Despite all our efforts, it didn’t work and the results were poor. I had to accept that the architecture itself was the problem. When you ask a model to evaluate multiple dimensions simultaneously, it distributes attention across all of them, and the subtle metrics tend to get drowned out by the more straightforward ones. No amount of prompt engineering would have been able to solve this.
So how did you solve this problem?
We pivoted to dedicated single-dimension judges where one judge evaluates one metric, rather than multiple. It sounds obvious in hindsight, but the improvement was immediate, with results improving by over 20% on average across the board. Those became our production “preset” metrics in Kaleidoscope.
This solution then created another problem- presets do not scale. It got us back to the drawing board to account for users defining their own custom metrics.

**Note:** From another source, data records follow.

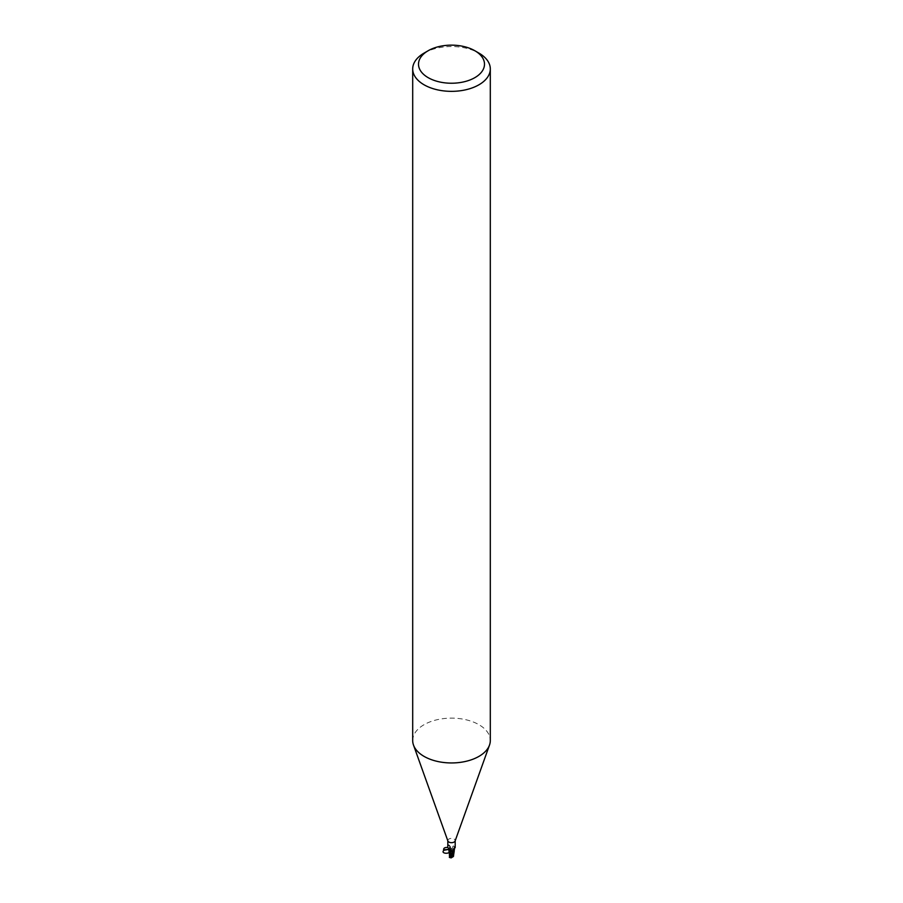 <?xml version="1.0" encoding="UTF-8"?>
<svg xmlns="http://www.w3.org/2000/svg" width="903" height="903" viewBox="0 0 903 903"><rect width="100%" height="100%" fill="white"/><g stroke="black" fill="none" stroke-linecap="round" stroke-linejoin="round"><path stroke-width="0.68" stroke-dasharray="4.51 3.39" d="M412.694 740.539A38.806 22.406 180 0 1 424.06 724.691A38.806 22.406 180 0 1 466.354 719.838A38.806 22.406 180 0 1 490.306 740.539M447.888 840.986A3.691 2.133 180 0 1 447.809 840.546A3.691 2.133 180 0 1 448.893 839.045A3.691 2.133 180 0 1 452.911 838.582A3.691 2.133 180 0 1 455.191 840.546L455.191 840.772M449.863 850.84L448.768 849.599L449.863 850.84M448.746 849.43L449.276 848.289A3.781 2.178 180 0 1 450.157 848.019A3.781 2.178 180 0 0 449.265 848.289L448.746 849.43M453.441 852.771L453.171 853.482L450.371 848.346L452.155 849.012L450.055 847.872L452.132 848.933A1.671 0.959 180 0 1 450.349 848.335L450.168 848.075A3.691 2.133 180 0 0 449.209 848.391L449.999 846.303A4.21 2.382 169.5 0 0 449.389 845.287A4.21 2.382 169.5 0 0 449.039 845.05L448.08 845.377L447.809 847.556M453.001 850.186A4.21 4.007 -29.6 0 1 454.48 847.307M453.464 855.468L452.155 849.012L453.159 849.441L452.132 848.933A4.222 4.03 -29.6 0 1 453.408 845.953L450.687 846.732L450.168 848.075M453.103 849.926A4.007 3.815 -29.6 0 1 454.514 847.251M454.92 846.946L453.408 845.953M453.498 855.254L453.137 849.418L454.232 851.055L452.132 848.933A3.33 1.919 180 0 1 452.854 849.17A3.33 1.919 180 0 1 454.198 850.366M448.08 845.377A4.007 2.269 169.5 0 1 449.683 847.894L449.389 845.287M449.999 846.303L448.52 844.813A4.21 2.382 169.5 0 1 449.039 845.05M452.132 848.933L454.254 850.84M424.06 53.108A38.806 22.406 180 0 1 478.94 53.108M449.446 854.012L449.615 855.57L452.663 852.669L449.265 848.289M449.559 856.857L449.581 855.457L449.829 856.642L450.157 856.089M449.355 857.387L452.358 856.337L450.552 857.376L451.229 857.85M449.48 856.383L449.649 855.513M453.599 854.204L453.272 853.222L451.5 856.394L453.532 854.87M449.423 848.165A3.883 2.235 180 0 1 450.123 847.962L453.656 853.809M453.52 856.055L452.358 856.337M449.389 857.399L451.5 856.394L449.92 856.394M453.543 854.757L451.5 856.394L449.468 855.175M450.642 856.462L452.448 855.423L451.771 854.103M448.667 849.384L447.809 847.477M450.349 848.335A5.836 5.553 -29.6 0 1 450.687 846.732M451.195 849.791L452.471 851.157A5.836 3.296 169.5 0 0 452.426 851.077A5.836 3.296 169.5 0 0 452.313 850.874M452.663 852.669A3.883 2.246 180 0 1 453.374 852.85M454.807 846.867L452.922 850.976M453.013 854.373L450.247 848.154M449.965 856.484L450.394 855.717M453.554 853.696L453.543 854.622"/><path stroke-width="1.35" d="M474.831 50.726L478.94 53.108A38.806 22.406 180 0 1 490.306 68.944L490.306 740.539A38.806 22.406 180 0 1 489.505 745.077A38.806 22.406 180 0 1 478.94 756.387A38.806 22.406 180 0 1 440.382 762.008A38.806 22.406 180 0 1 413.495 745.077A38.806 22.406 180 0 1 412.694 740.539L412.694 68.944A38.806 22.406 180 0 1 424.06 53.108L428.169 50.726A32.993 19.042 180 0 1 474.831 50.726A32.993 19.042 180 0 1 474.831 77.658A32.993 19.042 180 0 1 428.169 77.658A32.993 19.042 180 0 1 428.169 50.726L424.06 53.108M455.191 840.546A3.691 2.133 180 0 1 455.112 840.986A3.691 2.133 180 0 1 454.107 842.059A3.691 2.133 180 0 1 450.439 842.589A3.691 2.133 180 0 1 447.888 840.986L413.495 745.077M490.306 68.944A38.806 22.406 180 0 1 478.94 84.792A38.806 22.406 180 0 1 436.646 89.645A38.806 22.406 180 0 1 412.694 68.944M454.006 851.518L453.724 851.822A3.781 2.178 180 0 1 452.843 852.105A3.781 2.178 180 0 0 453.735 851.822L454.006 851.518M449.829 856.642L450.845 851.247L452.945 852.229L449.841 850.818L449.468 854.328L448.768 849.599M447.809 840.772L447.809 847.556L449.592 849.588L451.195 849.791L452.832 852.048L452.313 850.874M453.791 851.721L453.001 850.186L454.92 846.946L454.198 850.366A3.33 1.919 180 0 1 454.254 850.84A3.33 1.919 180 0 1 453.791 851.721A3.691 2.133 180 0 1 452.832 852.048L452.651 851.777A5.836 3.296 169.5 0 0 452.448 851.111M453.103 849.926A4.007 3.815 -29.6 0 0 453.317 851.597L453.001 850.186M454.107 847.973L454.92 846.946A4.007 3.815 -29.6 0 0 454.514 847.251M455.191 847.556L455.191 840.772M450.157 856.089L452.64 851.789L450.868 851.179A1.671 0.959 180 0 1 452.651 851.777M449.841 850.818L450.868 851.179A3.33 1.919 180 0 1 450.145 850.942L448.938 848.831M449.592 849.588A4.222 2.393 169.5 0 1 450.89 851.179L449.852 850.761M453.724 851.822L454.254 850.84M454.232 851.032L453.385 856.495L451.229 857.85L450.337 856.947L453.577 851.947A3.883 2.235 180 0 1 452.877 852.15L449.355 857.387L450.845 857.827M450.394 855.717L449.626 856.778A3.883 2.246 180 0 0 450.337 856.947M449.48 856.383L449.649 855.513L449.48 856.383M449.468 855.175L449.92 856.394M449.581 855.457L449.536 854.791M453.419 854.656L453.464 855.468M453.52 856.044L453.532 854.87M450.552 857.376L451.229 857.85M450.145 851.021C449.604 854.656 439.953 853.459 444.062 850.254L448.678 849.407L443.61 849.813C443.52 848.064 444.919 847.285 447.809 847.477M448.87 849.475L449.039 848.583M455.112 840.986L489.505 745.077M449.457 856.146L449.446 853.696M453.554 853.696L453.543 856.157"/></g></svg>

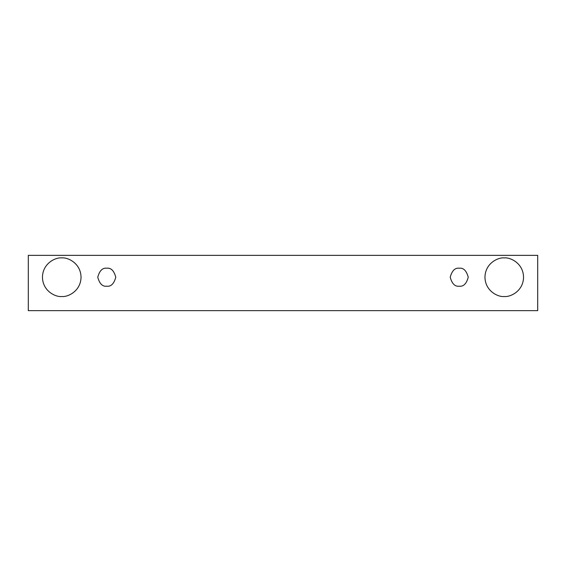 <?xml version="1.0" encoding="UTF-8"?>
<svg xmlns="http://www.w3.org/2000/svg" width="566" height="566" viewBox="0 0 566 566"><rect width="100%" height="100%" fill="white"/><g stroke="black" fill="none" stroke-linecap="round" stroke-linejoin="round"><path stroke-width="0.85" d="M28.3 255.344L537.7 255.344L537.7 310.656L28.3 310.656L28.3 255.344L28.3 310.656L537.7 310.656L537.7 255.344L28.3 255.344M61.744 296.506C56.105 297.284 42.712 291.49 42.45 277.213C42.712 262.928 56.105 257.141 61.744 257.919C67.389 257.141 80.775 262.928 81.044 277.213C80.775 291.49 67.389 297.284 61.744 296.506C67.389 297.284 80.775 291.49 81.044 277.213C80.775 262.928 67.389 257.141 61.744 257.919C56.105 257.141 42.712 262.928 42.45 277.213C42.712 291.49 56.105 297.284 61.744 296.506M504.256 296.506C498.611 297.284 485.225 291.49 484.956 277.213C485.225 262.928 498.611 257.141 504.256 257.919C509.895 257.141 523.288 262.928 523.55 277.213C523.288 291.49 509.895 297.284 504.256 296.506C509.895 297.284 523.288 291.49 523.55 277.213C523.288 262.928 509.895 257.141 504.256 257.919C498.611 257.141 485.225 262.928 484.956 277.213C485.225 291.49 498.611 297.284 504.256 296.506M459.231 286.219C454.972 286.729 451.972 283.729 450.225 277.213C451.972 270.697 454.972 267.697 459.231 268.206C463.49 267.697 466.49 270.697 468.238 277.213C466.49 283.729 463.49 286.729 459.231 286.219C463.49 286.729 466.49 283.729 468.238 277.213C466.49 270.697 463.49 267.697 459.231 268.206C454.972 267.697 451.972 270.697 450.225 277.213C451.972 283.729 454.972 286.729 459.231 286.219M106.769 286.219C102.51 286.729 99.51 283.729 97.762 277.213C99.51 270.697 102.51 267.697 106.769 268.206C111.028 267.697 114.028 270.697 115.775 277.213C114.028 283.729 111.028 286.729 106.769 286.219C111.028 286.729 114.028 283.729 115.775 277.213C114.028 270.697 111.028 267.697 106.769 268.206C102.51 267.697 99.51 270.697 97.762 277.213C99.51 283.729 102.51 286.729 106.769 286.219"/></g></svg>
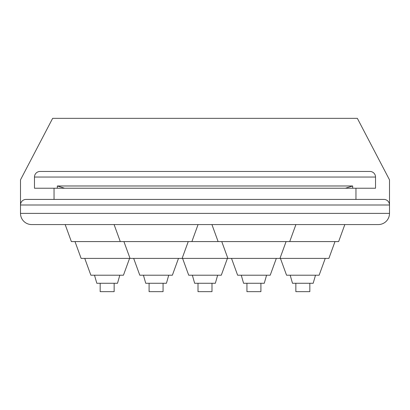 <?xml version="1.0" encoding="UTF-8"?>
<svg xmlns="http://www.w3.org/2000/svg" width="410" height="410" viewBox="0 0 410 410"><rect width="100%" height="100%" fill="white"/><g stroke="black" fill="none" stroke-linecap="round" stroke-linejoin="round"><path stroke-width="0.61" d="M389.5 205L389.5 179.841L357.351 118.341L52.649 118.341L20.5 179.841L20.5 213.384A11.183 11.183 0 0 0 31.683 224.567L378.317 224.567A11.183 11.183 0 0 0 389.5 213.384L389.5 205A5.591 5.591 0 0 0 383.909 199.409L26.091 199.409A5.591 5.591 0 0 0 20.5 205L389.5 205A5.591 5.591 0 0 0 383.909 199.409M355.957 199.409L355.957 188.226M345.415 188.226L375.524 188.226L375.524 177.043A5.591 5.591 0 0 0 369.933 171.457L40.067 171.457A5.591 5.591 0 0 0 34.476 177.043L34.476 188.226L345.415 188.226L352.677 185.981L57.323 185.981L57.323 188.226M293.058 171.457L341.976 171.457M54.043 188.226L54.043 199.409M295.912 224.567L344.83 224.567L338.634 241.587L289.716 241.587L295.912 224.567M65.169 224.567L71.366 241.587L191.875 241.587L198.071 224.567L211.929 224.567L218.125 241.587L289.716 241.587M26.091 199.409A5.591 5.591 0 0 0 20.5 205A5.591 5.591 0 0 1 26.091 199.409M352.677 188.226L352.677 185.981M34.476 177.043A5.591 5.591 0 0 1 40.067 171.457A5.591 5.591 0 0 0 34.476 177.043L375.524 177.043A5.591 5.591 0 0 0 369.933 171.457A5.591 5.591 0 0 1 375.524 177.043M100.168 283.274L100.168 291.659L114.149 291.659L114.149 283.274M94.505 275.212L96.816 283.274L117.501 283.274L119.812 275.212M84.752 258.397L90.871 275.212L123.446 275.212L129.565 258.397M74.999 241.587L81.118 258.397L328.881 258.397L335.001 241.587M198.01 283.274L198.01 291.659L211.99 291.659L211.99 283.274M192.346 275.212L194.658 283.274L215.342 283.274L217.654 275.212M182.593 258.397L188.713 275.212L221.287 275.212L227.406 258.397M191.875 241.587L218.125 241.587M295.851 283.274L295.851 291.659L309.832 291.659L309.832 283.274M290.188 275.212L292.499 283.274L313.184 283.274L315.495 275.212M280.435 258.397L286.554 275.212L319.129 275.212L325.248 258.397M149.091 283.274L149.091 291.659L163.067 291.659L163.067 283.274M143.423 275.212L145.734 283.274L166.424 283.274L168.736 275.212M133.67 258.397L139.789 275.212L172.369 275.212L178.488 258.397M130.037 258.397L123.917 241.587M120.284 241.587L114.088 224.567M246.933 283.274L246.933 291.659L260.909 291.659L260.909 283.274M241.264 275.212L243.576 283.274L264.265 283.274L266.577 275.212M231.512 258.397L237.631 275.212L270.21 275.212L276.33 258.397M227.878 258.397L221.759 241.587M64.585 188.226L57.323 185.981M378.317 224.567A11.183 11.183 0 0 0 389.5 213.384L20.5 213.384A11.183 11.183 0 0 0 31.683 224.567M182.122 258.397L188.241 241.587M279.963 258.397L286.083 241.587"/></g></svg>

We decided to build an additional augmentation pipeline. When a user writes a custom rubric, an LLM transforms that definition into a full judge prompt, complete with calibration notes, reasoning structures, and failure-pattern definitions. We tested this across different augmentation models and levels of rubric detail to find what worked best for this use case.

The whole journey, with over 100 evaluation runs, and countless iterations, taught me things I could never have learnt in any classroom. Sometimes the hardest engineering problems in AI are not about the model, but about measuring it.
What are some takeaways from your experience?
These six months have definitely taught me a lot in more ways than one. One key lesson from my work would be how to navigate projects with no fixed solution or answer key. It may be uncomfortable at first, but I feel that was where I learnt and grew the most. Having to read the literature, propose a direction and defend your results is where you take ownership of your work, and where lessons stick in a way that following instructions never achieves.
Outside of my projects, I thoroughly enjoyed and learnt a lot from the biweekly AI/ML community sharings. Be it work projects, hobby side-quests or uncovering new technologies, these sessions allowed me to delve deeper into the various other aspects of the AI landscape, and gave me a window into what everyone else was working on across the department. It was a good reminder that sometimes, learning does not just come from your own work, but how others approach different problems. The good food afterward didn’t hurt either 😈.

Overall, this internship gave me something I don’t think I would’ve found easily anywhere else- the opportunity to work on something both technically deep and genuinely meaningful. I’m deeply grateful to my team at Responsible AI for not just their support and guidance, but for trusting me with this opportunity. I hope to continue such work in the AI space in the near future 😁!